Let me start this perambulation with the fact that not all of the energy flux absorbed by the surface is converted to surface temperature and lost to thermal radiation. Some of the energy flux is lost as “sensible” heat, heat we can feel, through conduction to the atmosphere and convection away from the surface. And some is lost from the surface as “latent heat”, meaning it is heat removed by evaporation at the surface. After those losses, the energy that remains heats the surface and is lost as longwave upwelling radiation from the surface.
Figure 1 shows the relative amounts of energy absorbed and lost by the surface.
Figure 1. Energy budget of the surface, showing energy gained (longwave and shortwave) and energy lost (as longwave radiation and as latent/sensible heat.) Since the planet is at a steady state, gains and losses are ~ equal.
Now, suppose that we want to raise the surface temperature of the earth by 1°C. How much additional energy flux will be necessary to maintain that new warmer steady-state?
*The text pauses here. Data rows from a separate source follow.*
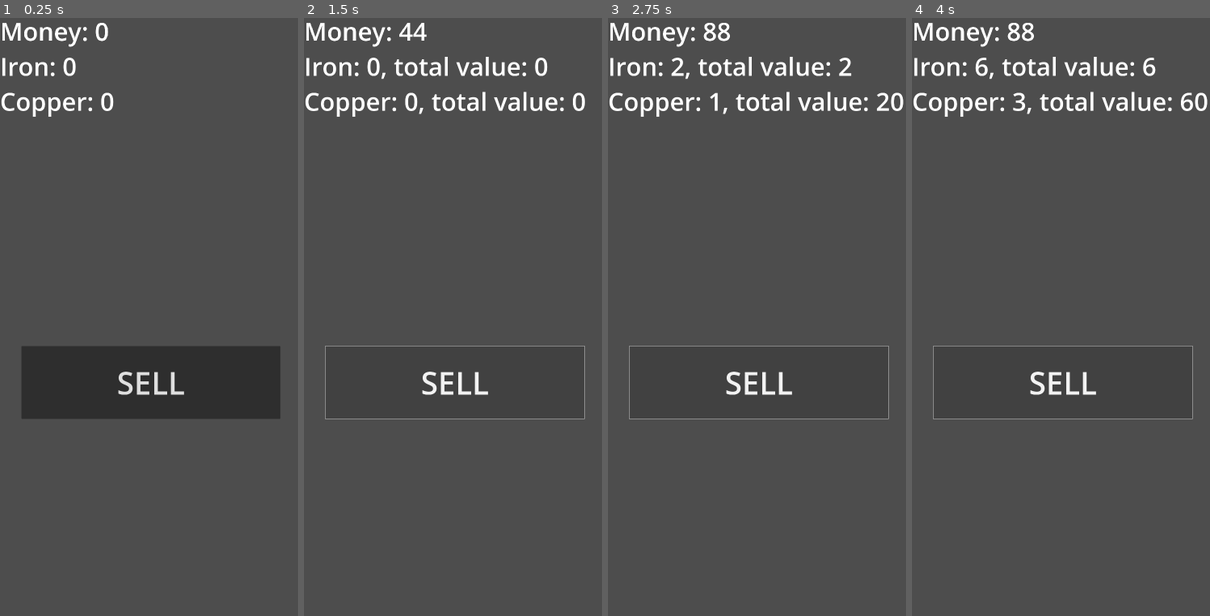
Above: before the commit, frames 1-4 (left to right).
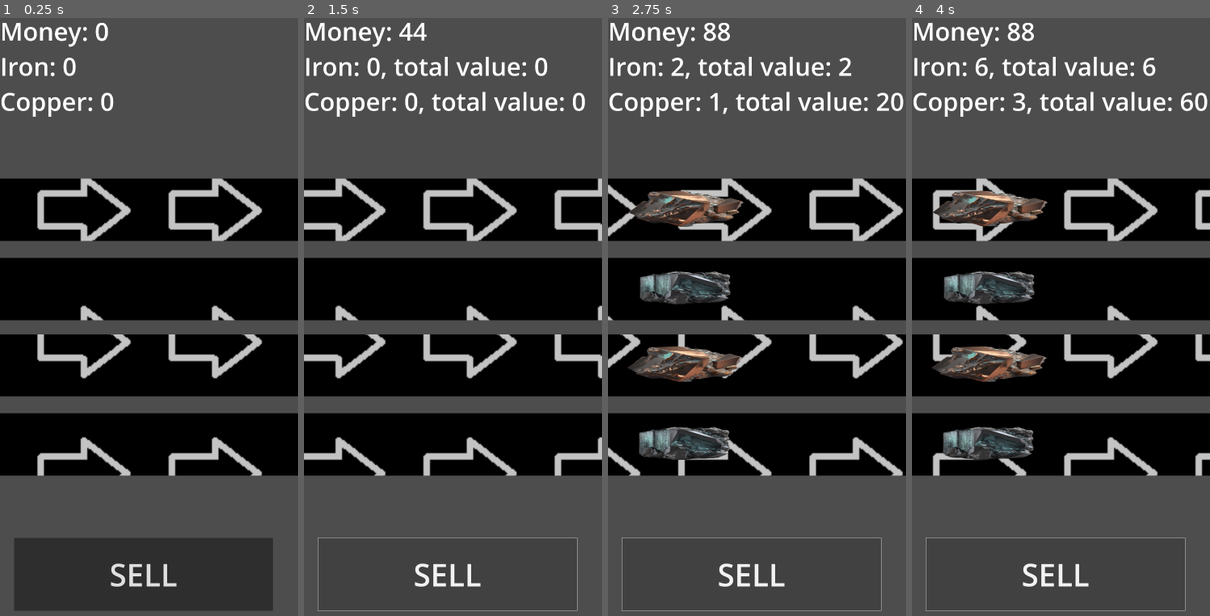
Above: after the commit, the same moments.

Repository: TheHaput/IdleProyecto
Game: Godot game, scene res://scenes/main.tscn
The game is run twice, just before and just after one commit, with the same random seed, the same clock (stepped at 60 frames per second) and the same inputs. Before the commit the project starts from res://scenes/gui.tscn.
Inputs:
- Up to frame 1 (0.25 s): no input
- Up to frame 2 (1.5 s): click "SELL" at 0.5 s; click "SELL" at 1.25 s
- Up to frame 3 (2.75 s): click "SELL" at 2 s
- Up to frame 4 (4 s): no input

The runs differ from the first frame. In frame 1, 54% of the frame differs, in the area x 0-100%, y 26-100%; in frame 2, 42%; in frame 3, 40%; in frame 4, 41%.

Commit message:
Arreglado shader de los conveyors y creado objetos que se teletransportan horizontalmente. Actualmente 2 recursos siendo creados. La venta todavia no tiene nada que ver con los conveyors

Diff:
--- a/idleproyecto/assets/shaders/conveyorAnimation.gdshader
+++ b/idleproyecto/assets/shaders/conveyorAnimation.gdshader
@@ -1,12 +1,12 @@
 shader_type canvas_item;
 
-uniform float scroll_speed = 1.0;
+uniform float scroll_speed = 1;
 uniform float texture_scale = 1.0;
 
 void fragment() {
     // Calculate the UV offset to create the scrolling effect
     vec2 uv = FRAGCOORD.xy / texture_scale;
-    uv.x += TIME * scroll_speed;
+    uv.x -= TIME * scroll_speed;
     uv.x = fract(uv.x); // Keep UV within [0,1] to repeat the texture
 
     COLOR = texture(TEXTURE, uv);
--- a/idleproyecto/project.godot
+++ b/idleproyecto/project.godot
@@ -11,7 +11,7 @@
 [application]
 
 config/name="IdleProyecto"
-run/main_scene="res://scenes/gui.tscn"
+run/main_scene="res://scenes/main.tscn"
 config/features=PackedStringArray("4.3", "Mobile")
 config/icon="res://icon.svg"
 
--- a/idleproyecto/resources/Copper.tres
+++ b/idleproyecto/resources/Copper.tres
@@ -1,8 +1,10 @@
-[gd_resource type="Resource" script_class="ResourceData" load_steps=2 format=3 uid="uid://um3r4b6pulml"]
+[gd_resource type="Resource" script_class="ResourceData" load_steps=3 format=3 uid="uid://um3r4b6pulml"]
 
 [ext_resource type="Script" path="res://scripts/ResourceData.gd" id="1_laifh"]
+[ext_resource type="Texture2D" uid="uid://b2mlw2hfr0mc2" path="res://assets/sprites/copperOre.png" id="2_uari1"]
 
 [resource]
 script = ExtResource("1_laifh")
 name = "Copper"
 value = 20
+sprite = ExtResource("2_uari1")
--- a/idleproyecto/resources/Iron.tres
+++ b/idleproyecto/resources/Iron.tres
@@ -1,8 +1,10 @@
-[gd_resource type="Resource" script_class="ResourceData" load_steps=2 format=3 uid="uid://oaja5cm7biir"]
+[gd_resource type="Resource" script_class="ResourceData" load_steps=3 format=3 uid="uid://oaja5cm7biir"]
 
 [ext_resource type="Script" path="res://scripts/ResourceData.gd" id="1_vpj5w"]
+[ext_resource type="Texture2D" uid="uid://dikst82eckk55" path="res://assets/sprites/ironOre.png" id="2_gdsh1"]
 
 [resource]
 script = ExtResource("1_vpj5w")
 name = "Iron"
 value = 1
+sprite = ExtResource("2_gdsh1")
--- a/idleproyecto/scenes/conveyor.tscn
+++ b/idleproyecto/scenes/conveyor.tscn
@@ -1,12 +1,21 @@
-[gd_scene load_steps=3 format=3 uid="uid://3ukvahbo8hxa"]
+[gd_scene load_steps=5 format=3 uid="uid://df4hmpimw53v4"]
 
 [ext_resource type="Script" path="res://scripts/ConveyorBelt.gd" id="1_63gp6"]
+[ext_resource type="Shader" path="res://assets/shaders/conveyorAnimation.gdshader" id="2_x4rgq"]
 [ext_resource type="Texture2D" uid="uid://dncnktx4bwvg1" path="res://assets/sprites/Conveyor 22222.png" id="3_k0vku"]
 
-[node name="Conveyor" type="Node2D"]
+[sub_resource type="ShaderMaterial" id="ShaderMaterial_cyh4c"]
+shader = ExtResource("2_x4rgq")
+shader_parameter/scroll_speed = 0.5
+shader_parameter/texture_scale = 325.0
+
+[node name="Conveyor" type="Sprite2D"]
+texture_repeat = 2
+material = SubResource("ShaderMaterial_cyh4c")
+position = Vector2(1072.25, 147)
+scale = Vector2(21.495, 3)
+texture = ExtResource("3_k0vku")
 script = ExtResource("1_63gp6")
 
-[node name="Sprite2D" type="Sprite2D" parent="."]
-position = Vector2(803.5, 2359.38)
-scale = Vector2(29.97, 4.0925)
-texture = ExtResource("3_k0vku")
+[node name="ItemContainer" type="Node2D" parent="."]
+position = Vector2(-49.6362, -1.66667)
--- a/idleproyecto/scenes/gui.tscn
+++ b/idleproyecto/scenes/gui.tscn
@@ -41,10 +41,10 @@
 [node name="Button" type="Button" parent="."]
 texture_filter = 4
 layout_mode = 0
-offset_left = 104.0
-offset_top = 1601.0
-offset_right = 1355.0
-offset_bottom = 1952.0
+offset_left = 68.0
+offset_top = 2526.0
+offset_right = 1319.0
+offset_bottom = 2877.0
 theme_override_font_sizes/font_size = 150
 text = "SELL"
 
--- /dev/null
+++ b/idleproyecto/scenes/main.tscn
@@ -0,0 +1,22 @@
+[gd_scene load_steps=4 format=3 uid="uid://dhn00l5tiycub"]
+
+[ext_resource type="Script" path="res://scripts/MainGameLoop.gd" id="1_e3dx5"]
+[ext_resource type="PackedScene" uid="uid://dwuqi8bn3vv5c" path="res://scenes/gui.tscn" id="1_ofy2d"]
+[ext_resource type="PackedScene" uid="uid://df4hmpimw53v4" path="res://scenes/conveyor.tscn" id="2_43lhq"]
+
+[node name="MainScene" type="Node2D"]
+script = ExtResource("1_e3dx5")
+
+[node name="GUI" parent="." instance=ExtResource("1_ofy2d")]
+
+[node name="Conveyor" parent="." instance=ExtResource("2_43lhq")]
+position = Vector2(899, 2076)
+
+[node name="Conveyor2" parent="." instance=ExtResource("2_43lhq")]
+position = Vector2(903, 1694)
+
+[node name="Conveyor3" parent="." instance=ExtResource("2_43lhq")]
+position = Vector2(903.25, 1326)
+
+[node name="Conveyor4" parent="." instance=ExtResource("2_43lhq")]
+position = Vector2(907.25, 944)
--- a/idleproyecto/scripts/ConveyorBelt.gd
+++ b/idleproyecto/scripts/ConveyorBelt.gd
@@ -1,18 +1,21 @@
-extends Node2D
+extends Sprite2D # Keep extending Sprite2D since it's still the root node
 
-# Conveyor settings
-var slot_count = 10  # Number of slots on the conveyor
-var slot_speed = 1.0  # Time between movements in seconds
-var slot_width = 64  # Width of each slot, adjust based on your setup
-var conveyor_y_position = 200  # Y position of the conveyor belt
-
-# Conveyor state
-var conveyor_slots = [] # Array to store items on the conveyor
+var slot_count = 10
+var slot_width = 25
+var conveyor_y_position = 0
+var slot_speed = 2.4
+var conveyor_slots = []
+var item_sprites = []
 
 func _ready():
-	conveyor_slots.resize(slot_count)
+	# Initialize conveyor slots and item sprites
+	var item_container = $ItemContainer # Reference to the ItemContainer Node2D
 	for i in range(slot_count):
-		conveyor_slots[i] = null  # Initialize all slots as empty
+		conveyor_slots.append(null)
+		var sprite_instance = Sprite2D.new()
+		sprite_instance.visible = false # Initially invisible
+		item_sprites.append(sprite_instance)
+		item_container.add_child(sprite_instance) # Add to ItemContainer
 
 	start_conveyor()
 
@@ -24,26 +27,24 @@
 	timer.start()
 
 func _move_items():
-	# slot_count - 1 to avoid out of bounds access (array begins at 0)
-	# Begins at last element and goes backward
+	# Shift items to the right, from the last slot to the first
 	for i in range(slot_count - 1, 0, -1):
-		conveyor_slots[i] = conveyor_slots[i - 1] # Shift items to the right
-	conveyor_slots[0] = null  # First slot gets new item or stays empty
+		conveyor_slots[i] = conveyor_slots[i - 1]
+	conveyor_slots[0] = null # First slot gets new item or stays empty
 	update_display()
 
 func add_item(item: ResourceData):
-	conveyor_slots[0] = item  # Place a new item in the first slot
+	conveyor_slots[0] = item # Place a new item in the first slot
+	update_display()
 
 func update_display():
-	# Remove all existing children (previous item sprites)
-	for child in get_children():
-		if child is Sprite2D:
-			child.queue_free()
-
-	# Visualize the items moving on the conveyor
+	# Update the item sprites based on conveyor_slots
 	for i in range(slot_count):
 		if conveyor_slots[i]:
-			var sprite_instance = Sprite2D.new()
-			sprite_instance.texture = conveyor_slots[i].sprite
-			sprite_instance.position = Vector2(i * slot_width, conveyor_y_position)
-			add_child(sprite_instance)
+			item_sprites[i].texture = conveyor_slots[i].sprite
+			item_sprites[i].position = Vector2(i * slot_width, conveyor_y_position) # Adjust position based on slot index
+			item_sprites[i].scale = Vector2(0.125, 0.3)
+			print_debug(item_sprites[i].position)
+			item_sprites[i].visible = true
+		else:
+			item_sprites[i].visible = false
--- /dev/null
+++ b/idleproyecto/scripts/MainGameLoop.gd
@@ -0,0 +1,35 @@
+extends Node2D
+
+
+var conveyor_nodes = []
+var iron_resource
+var copper_resource
+
+func _ready():
+	# Referencia al nodo Conveyor
+	for child in get_children():
+		if "Conveyor" in child.name:
+			conveyor_nodes.append(child)
+
+	iron_resource = preload("res://resources/Iron.tres")
+	copper_resource = preload("res://resources/Copper.tres")
+
+	# Llamar a la función add_item en el Conveyor nada mas carga la escena
+	#conveyor.add_item(iron_resource)
+
+	# Start timer that creates ores every X seconds
+	var timer = Timer.new()
+	timer.wait_time = 2.0  # Añadir un nuevo iron_resource cada 2 segundos
+	timer.connect("timeout", _on_timer_timeout)
+	add_child(timer)
+	timer.start()
+
+func _on_timer_timeout():
+	# Llamar a add_item repetidamente
+	for i in range(conveyor_nodes.size()):
+		var conveyor = conveyor_nodes[i]
+		# Si es un numero par
+		if i % 2 == 0:
+			conveyor.add_item(iron_resource)
+		else:
+			conveyor.add_item(copper_resource)
Binary file added: idleproyecto/assets/sprites/copperOre.png
Not shown, added: idleproyecto/assets/sprites/copperOre.png.import

Well, since at steady-state we need gains to equal losses, we need as much flux as the additional amount of energy flux that will be radiated at the new higher temperature. Using what is known as the “Stefan-Boltzmann Equation”, we can calculate that we need a minimum of an additional 5.5 watts per square meter (W/m2) of energy flux to raise a blackbody at the earth’s temperature by one degree Celsius. (It’s a minimum because the percentage of latent/sensible heat loss increases slightly with increasing temperature, but we can ignore that in this analysis.)
However, we also need to note that from Figure 1, only about 78% of the absorbed energy flux is converted to temperature and lost as radiation. So including latent/sensible heat losses we’ll need 5.5 / .78 ≈ 7 W/m2 of additional total energy flux absorbed by the surface to raise the surface temperature one degree.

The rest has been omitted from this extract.